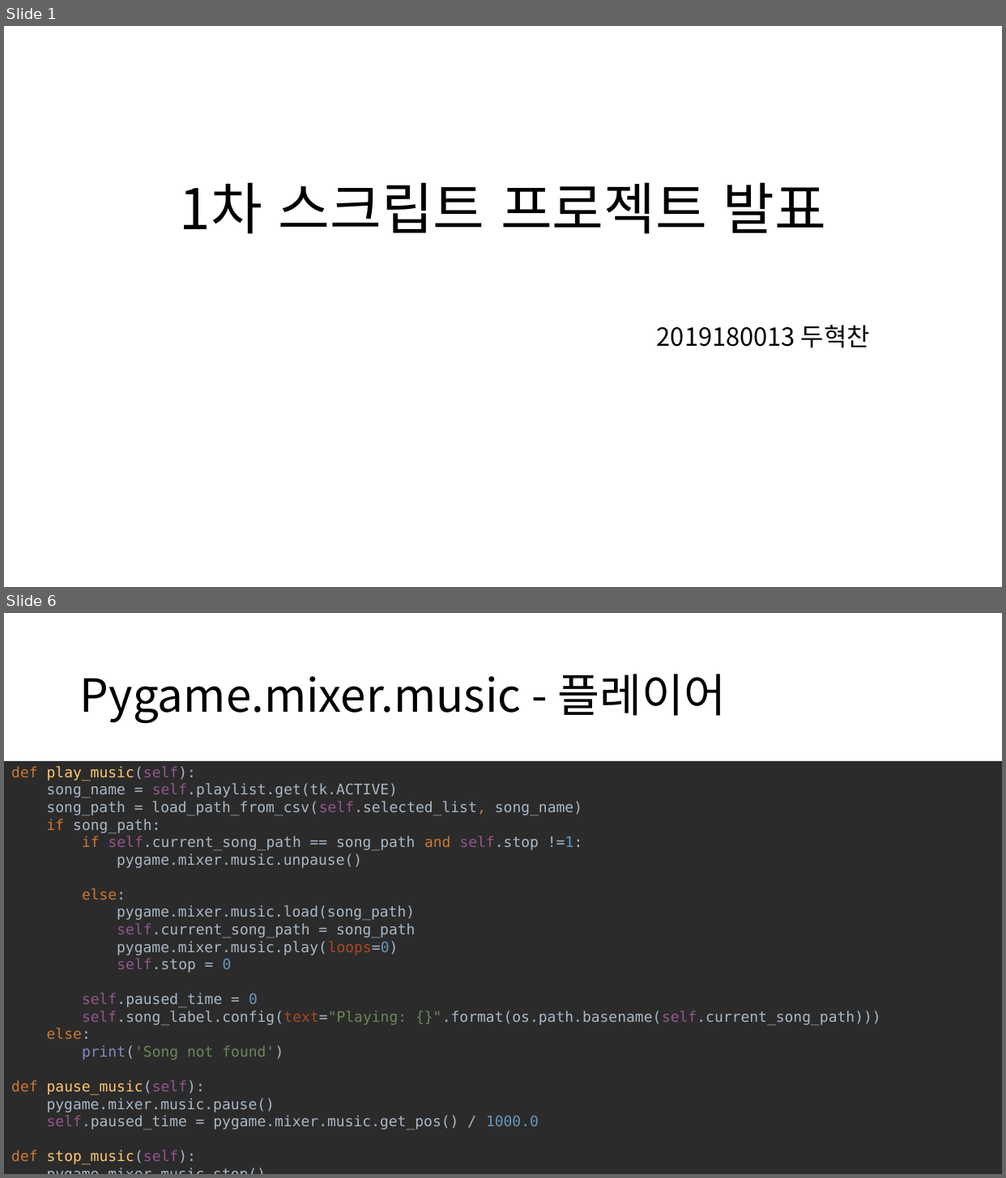
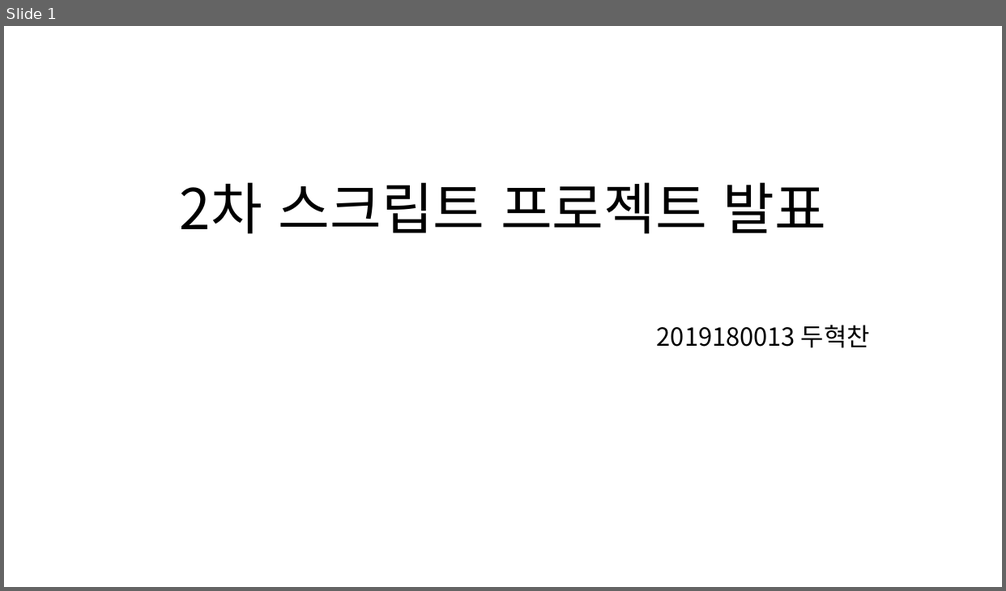
Before and after one commit to dhc518/Script2023, a slide deck: project/music_player/스크립트 프로젝트 발표자료.pptx. Shown one above the other, each under a label of ours: slides 1 and 6 before the commit, slide 1 after it; the slides between them are not shown. The pictures are 1006x1178 and 1006x591 pixels, drawn with LibreOffice and Linux fonts; fonts in the diff are those of the drawing. Boxes give left, top, right and bottom in pixels: in the first picture for what was removed or moved away, otherwise in the second. Text is boxed around its words. In the diff, an @@ line names an element or a change of style, - is before the commit and + after.

```diff
--- a/project/music_player/스크립트 프로젝트 발표자료.pptx
+++ b/project/music_player/스크립트 프로젝트 발표자료.pptx
@@ slide 6 removed at (4,613,1002,1174), background #FFFFFF @@
@@ title removed at (80,674,727,723) @@
-Pygame.mixer.music - 플레이어
@@ text removed at (4,757,1002,1174) @@
-def play_music(self):
-song_name = self.playlist.get(tk.ACTIVE)
-song_path = load_path_from_csv(self.selected_list, song_name)
-if song_path:
-if self.current_song_path == song_path and self.stop !=1:
-pygame.mixer.music.unpause()
-else:
-pygame.mixer.music.load(song_path)
-self.current_song_path = song_path
-pygame.mixer.music.play(loops=0)
-self.stop = 0
-self.paused_time = 0
-self.song_label.config(text="Playing: {}".format(os.path.basename(self.current_song_path)))
-else:
-print('Song not found')
-def pause_music(self):
-pygame.mixer.music.pause()
-self.paused_time = pygame.mixer.music.get_pos() / 1000.0
-def stop_music(self):
-pygame.mixer.music.stop()
-self.stop = 1
@@ slide 1 changed as well @@
@@ title at (180,182,826,234): text changed @@
-1차 스크립트 프로젝트 발표
+2차 스크립트 프로젝트 발표
```
Also in this commit, not shown: 2 other slides changed, 4 slides added, 3 other slides removed, 9 other files.

────

→ Exercise: Report every line in the listing that holds the word "mixer".

→ Output:
-Pygame.mixer.music - 플레이어
-pygame.mixer.music.unpause()
-pygame.mixer.music.load(song_path)
-pygame.mixer.music.play(loops=0)
-pygame.mixer.music.pause()
-self.paused_time = pygame.mixer.music.get_pos() / 1000.0
-pygame.mixer.music.stop()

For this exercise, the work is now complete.